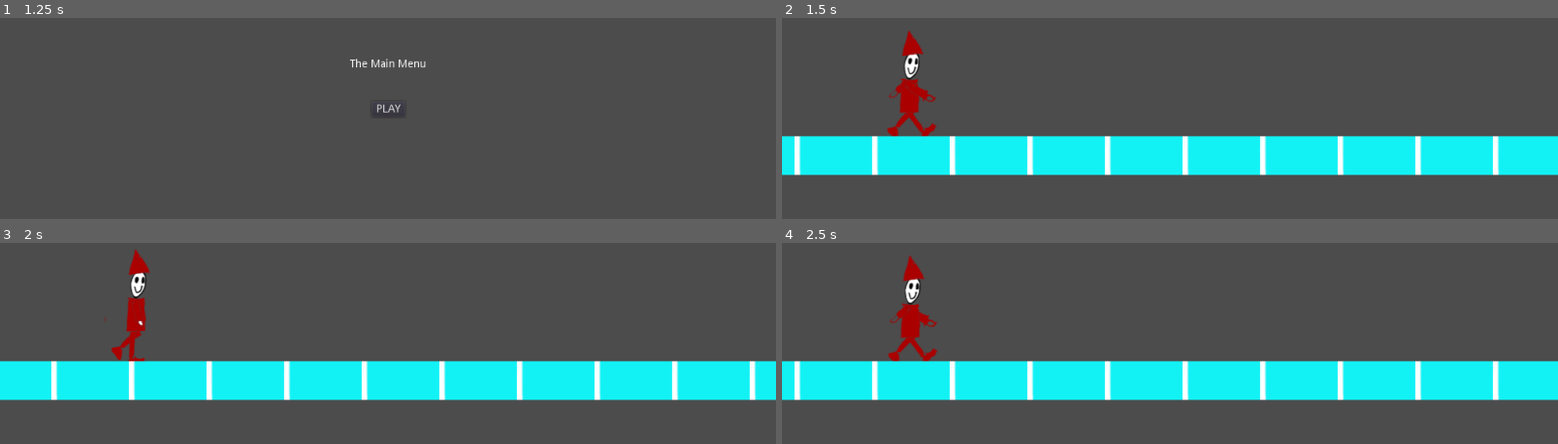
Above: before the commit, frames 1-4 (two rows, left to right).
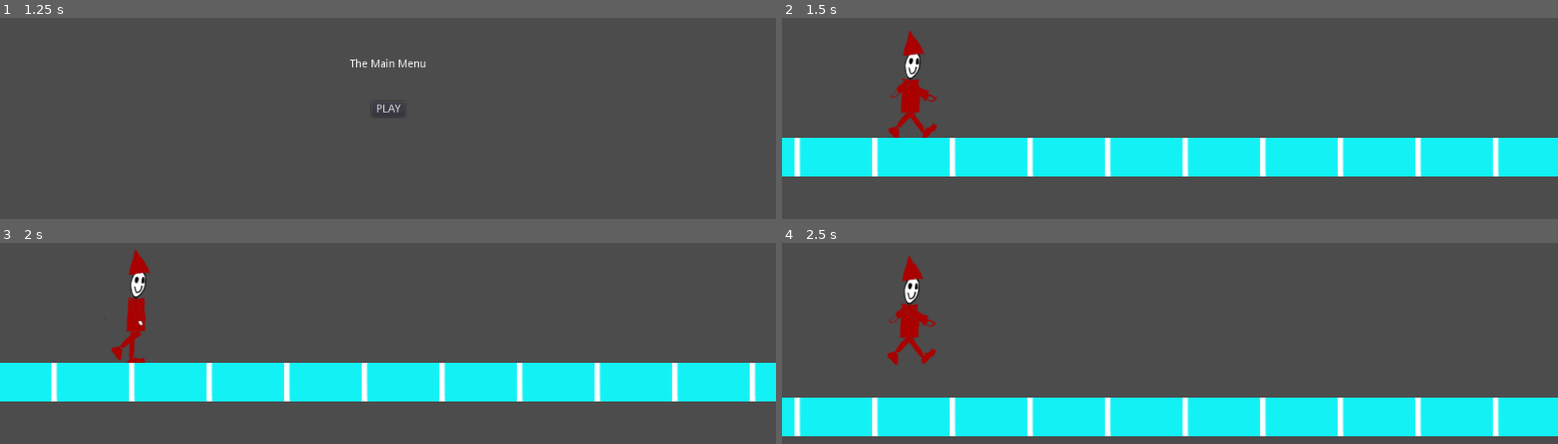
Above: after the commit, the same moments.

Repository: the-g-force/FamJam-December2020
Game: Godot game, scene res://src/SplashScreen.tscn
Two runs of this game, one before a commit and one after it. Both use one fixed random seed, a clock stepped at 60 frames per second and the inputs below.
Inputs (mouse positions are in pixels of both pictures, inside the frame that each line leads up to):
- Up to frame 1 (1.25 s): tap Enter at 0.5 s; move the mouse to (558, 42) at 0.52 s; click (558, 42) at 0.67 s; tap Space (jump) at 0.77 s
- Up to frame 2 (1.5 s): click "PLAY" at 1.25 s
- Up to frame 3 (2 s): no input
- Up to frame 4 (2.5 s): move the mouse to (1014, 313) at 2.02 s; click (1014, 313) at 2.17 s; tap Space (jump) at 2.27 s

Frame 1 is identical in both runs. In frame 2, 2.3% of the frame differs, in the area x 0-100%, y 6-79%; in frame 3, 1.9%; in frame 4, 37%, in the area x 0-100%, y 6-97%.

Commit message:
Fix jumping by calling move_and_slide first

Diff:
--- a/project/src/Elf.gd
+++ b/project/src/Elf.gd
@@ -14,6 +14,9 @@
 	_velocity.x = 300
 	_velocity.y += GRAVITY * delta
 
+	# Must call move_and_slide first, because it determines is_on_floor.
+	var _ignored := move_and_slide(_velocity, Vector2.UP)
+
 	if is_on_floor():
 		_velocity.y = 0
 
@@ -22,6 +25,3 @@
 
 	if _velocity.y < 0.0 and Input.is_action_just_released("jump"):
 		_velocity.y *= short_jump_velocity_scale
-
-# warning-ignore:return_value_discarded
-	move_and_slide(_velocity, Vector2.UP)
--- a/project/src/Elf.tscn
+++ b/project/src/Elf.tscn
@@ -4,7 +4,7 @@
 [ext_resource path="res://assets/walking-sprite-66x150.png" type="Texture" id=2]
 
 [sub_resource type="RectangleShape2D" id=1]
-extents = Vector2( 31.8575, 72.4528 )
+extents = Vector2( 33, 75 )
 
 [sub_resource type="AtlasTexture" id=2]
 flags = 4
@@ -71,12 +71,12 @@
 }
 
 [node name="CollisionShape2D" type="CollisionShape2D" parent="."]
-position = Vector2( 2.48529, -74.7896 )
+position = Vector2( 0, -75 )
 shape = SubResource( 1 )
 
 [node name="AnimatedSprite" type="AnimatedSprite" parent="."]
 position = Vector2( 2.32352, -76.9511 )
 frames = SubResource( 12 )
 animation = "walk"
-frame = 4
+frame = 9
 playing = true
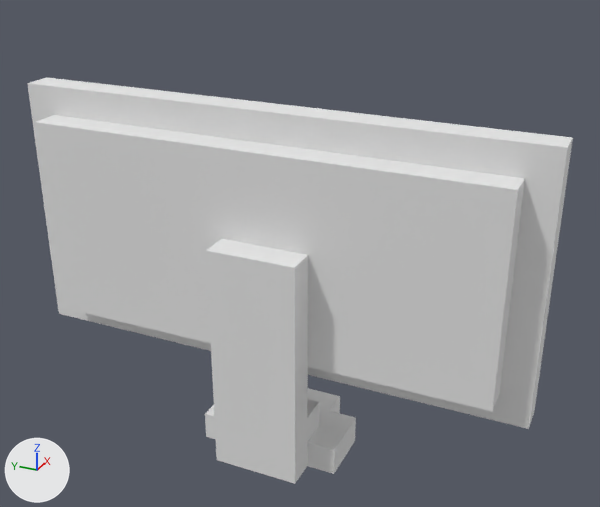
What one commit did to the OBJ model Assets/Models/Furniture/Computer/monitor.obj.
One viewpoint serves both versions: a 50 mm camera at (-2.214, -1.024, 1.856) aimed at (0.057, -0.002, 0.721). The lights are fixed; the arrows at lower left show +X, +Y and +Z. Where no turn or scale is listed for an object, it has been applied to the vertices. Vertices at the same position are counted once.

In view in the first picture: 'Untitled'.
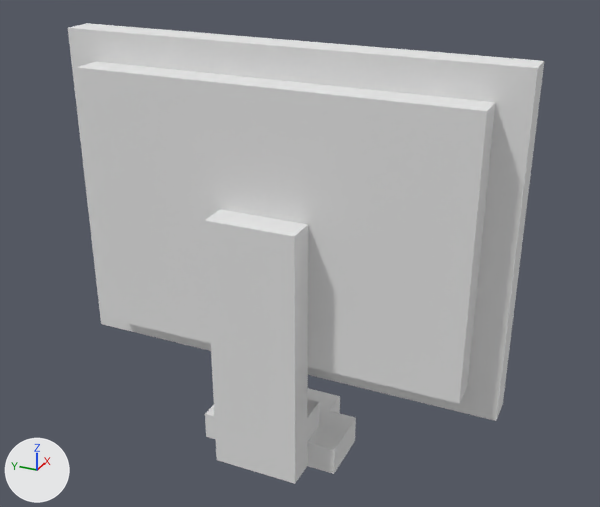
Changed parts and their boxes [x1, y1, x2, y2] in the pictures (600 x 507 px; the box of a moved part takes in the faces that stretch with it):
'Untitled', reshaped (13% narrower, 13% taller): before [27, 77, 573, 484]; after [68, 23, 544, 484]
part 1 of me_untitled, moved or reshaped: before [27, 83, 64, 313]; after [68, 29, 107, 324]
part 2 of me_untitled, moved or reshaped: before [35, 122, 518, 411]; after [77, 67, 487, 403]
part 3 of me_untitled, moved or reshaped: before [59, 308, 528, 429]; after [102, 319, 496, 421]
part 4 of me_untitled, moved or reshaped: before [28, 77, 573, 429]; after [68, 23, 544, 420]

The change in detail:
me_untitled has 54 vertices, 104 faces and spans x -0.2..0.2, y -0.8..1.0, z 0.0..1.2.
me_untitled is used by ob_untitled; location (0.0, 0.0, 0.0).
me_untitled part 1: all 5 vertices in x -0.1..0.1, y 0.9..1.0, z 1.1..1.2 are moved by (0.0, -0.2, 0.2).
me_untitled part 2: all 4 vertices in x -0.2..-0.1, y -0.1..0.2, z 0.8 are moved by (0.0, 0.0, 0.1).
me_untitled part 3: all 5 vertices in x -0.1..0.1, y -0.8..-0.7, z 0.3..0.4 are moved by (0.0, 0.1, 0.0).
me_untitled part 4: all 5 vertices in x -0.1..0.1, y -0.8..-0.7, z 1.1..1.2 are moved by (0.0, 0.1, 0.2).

## ACTIVITY
Only one part of the listing is wanted: the lines from the one containing "if _velocity.y <" through the one containing "In view in the first picture: 'Untitled'.", both included. Please transcribe it exactly, leaving out the pictures.

## RESULT OF THIS TASK
 	if _velocity.y < 0.0 and Input.is_action_just_released("jump"):
 		_velocity.y *= short_jump_velocity_scale
-
-# warning-ignore:return_value_discarded
-	move_and_slide(_velocity, Vector2.UP)
--- a/project/src/Elf.tscn
+++ b/project/src/Elf.tscn
@@ -4,7 +4,7 @@
 [ext_resource path="res://assets/walking-sprite-66x150.png" type="Texture" id=2]
 
 [sub_resource type="RectangleShape2D" id=1]
-extents = Vector2( 31.8575, 72.4528 )
+extents = Vector2( 33, 75 )
 
 [sub_resource type="AtlasTexture" id=2]
 flags = 4
@@ -71,12 +71,12 @@
 }
 
 [node name="CollisionShape2D" type="CollisionShape2D" parent="."]
-position = Vector2( 2.48529, -74.7896 )
+position = Vector2( 0, -75 )
 shape = SubResource( 1 )
 
 [node name="AnimatedSprite" type="AnimatedSprite" parent="."]
 position = Vector2( 2.32352, -76.9511 )
 frames = SubResource( 12 )
 animation = "walk"
-frame = 4
+frame = 9
 playing = true
What one commit did to the OBJ model Assets/Models/Furniture/Computer/monitor.obj.
One viewpoint serves both versions: a 50 mm camera at (-2.214, -1.024, 1.856) aimed at (0.057, -0.002, 0.721). The lights are fixed; the arrows at lower left show +X, +Y and +Z. Where no turn or scale is listed for an object, it has been applied to the vertices. Vertices at the same position are counted once.

In view in the first picture: 'Untitled'.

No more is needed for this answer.